To evaluate and optimize the policy gradient objective

J(\theta) = E_{s\sim\mathcal{D}_\pi, a\sim \pi_\theta(\cdot|s)} Q^{\pi_\theta}(s, a)

we have to somehow estimate the values $Q^{\pi_\theta}(s, a)$ . Broadly, there are two approaches: we can use real-world experience, or we can use a model.

On-policy ('experience') methods

Classically policy-gradient methods estimate value from real-world experience, using either

the unbiased Monte Carlo estimator, that is, the sum of discounted rewards actually received in an on-policy trajectory from $(s, a)$ , or
a temporal difference estimator, in which we look at only some finite number of transitions (or some mixture of finite numbers of transitions) following $(s, a)$ and replace the remaining terms with some estimate $V(s_{k})$ for the value of the state we've reached at that point.

These rely on sampling transitions from the environment, giving rise to the usual characteristics of policy-gradient methods:

They are 'on-policy' - each evaluation (and thus each update) requires new experience collected from the environment, which is expensive.
We must use the score function as a gradient estimator, so gradient variance is a huge concern. We'll likely train a value function baseline as a 'critic' to reduce variance.
They work equally well with continuous and discrete action spaces - all that matters is that the action fits the 'type signature' expected by the environment.
As stochastic gradient descent methods, they are stable and will converge to a local optimum (as long as we have unbiased estimates of the gradient, which we can approach by using a long enough TD horizon).

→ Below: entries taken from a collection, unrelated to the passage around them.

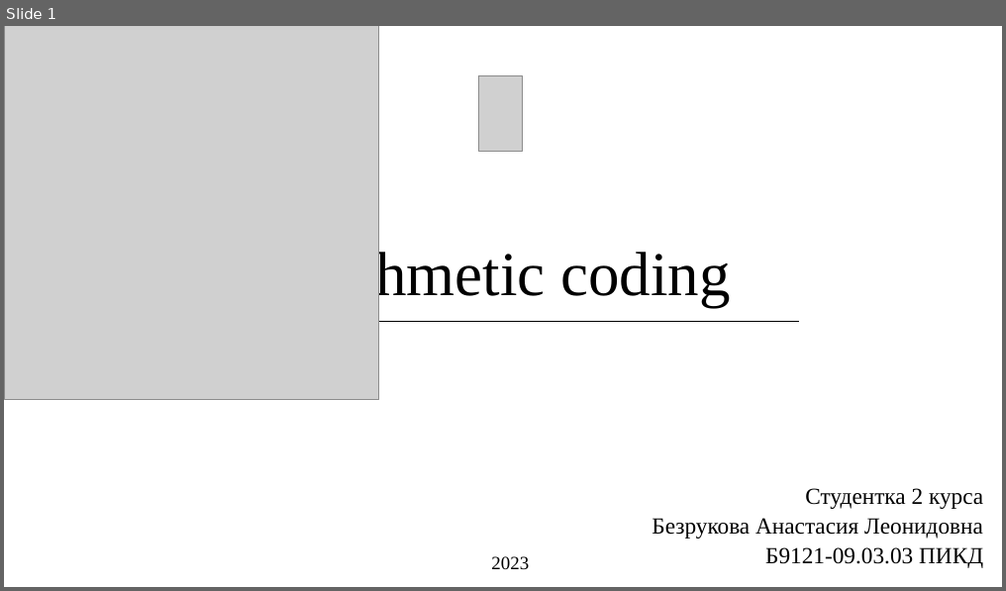
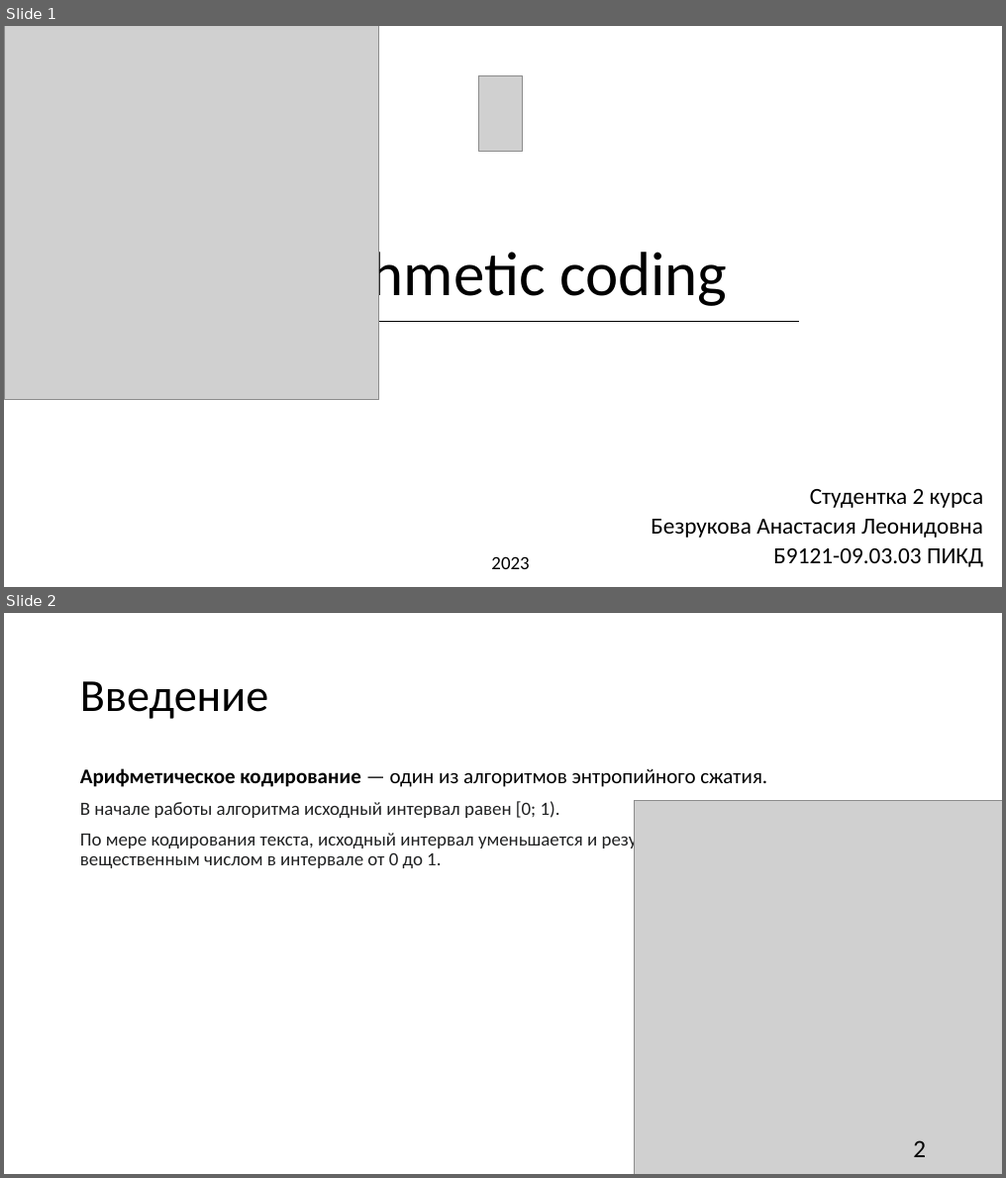
Before and after one commit to bezzzna/Algoritm, a slide deck: Arithmetic coding.pptx. Shown one above the other, each under a label of ours: slide 1 before the commit, slides 1 and 2 after it. The pictures are 1006x591 and 1006x1178 pixels, drawn with LibreOffice and Linux fonts; fonts in the diff are those of the drawing; grey boxes stand for pictures. Boxes give left, top, right and bottom in pixels: in the first picture for what was removed or moved away, otherwise in the second. Text is boxed around its words. In the diff, an @@ line names an element or a change of style, - is before the commit and + after.

```diff
--- a/Arithmetic coding.pptx
+++ b/Arithmetic coding.pptx
@@ slide 2 added at (4,613,1002,1174), background #FFFFFF @@
@@ title added at (80,681,268,719), 44 pt, text #000000 @@
+Введение
@@ text added at (80,768,767,868), 18 pt, text #202122 @@
+Арифметическое кодирование — один из алгоритмов энтропийного сжатия.
+В начале работы алгоритма исходный интервал равен [0; 1).
+По мере кодирования текста, исходный интервал уменьшается и результат кодирования представляется вещественным числом в интервале от 0 до 1.
@@ picture added at (635,800,1002,1174) @@
@@ page number added at (913,1141,926,1157), 24 pt, text #000000 @@
+2
@@ slide 1 changed as well @@
@@ font Times New Roman to Calibri in 3 elements at (278,244,728,311), (650,489,984,568), (491,557,529,570) @@
```
Also in this commit, not shown: 6 other slides changed, 4 other slides added, 4 slides removed.

Off-policy ('surrogate') methods

We can avoid the need for real-word experience directly in the policy gradient update by instead using a model $Q_\phi(s, a)$ , that we've trained to approximate the state-action values $Q^{\pi_\theta}(s, a)$ . This is almost like Bayesian optimization: since evaluating the real-world objective (the value of a policy) and estimating its gradient is expensive, we learn a surrogate objective instead, and then optimize that.

A policy update that doesn't require real-world experience has different characteristics:

it is, by definition, 'off-policy' - we're following the gradient of some surrogate objective, an artifact that has been trained to distill real-world experience, which exists and is valid independently of any particular policy we use to query it.
It can use backprop for proper gradients, if the action space is continuous so that the reparameterization trick applies, or discrete and small so that we can take the expectation exactly.
The policies it finds will only ever be as good as its proxy objective. If some policy would work great in the real world but the proxy objective somehow fails to represent this (e.g. because it's represented by something like a deep network that has limited capacity), that policy will never be found.
Since the proxy objective itself depends on experience, which we must gather somehow (presumably using a current policy), we have to worry about choosing policies that will be good exploratory policies. If you just chose the expected-best policies with no regard for exploration, then your surrogate will end up being ignorant about large parts of the space, but your optimizer won't know this, and bad things will happen.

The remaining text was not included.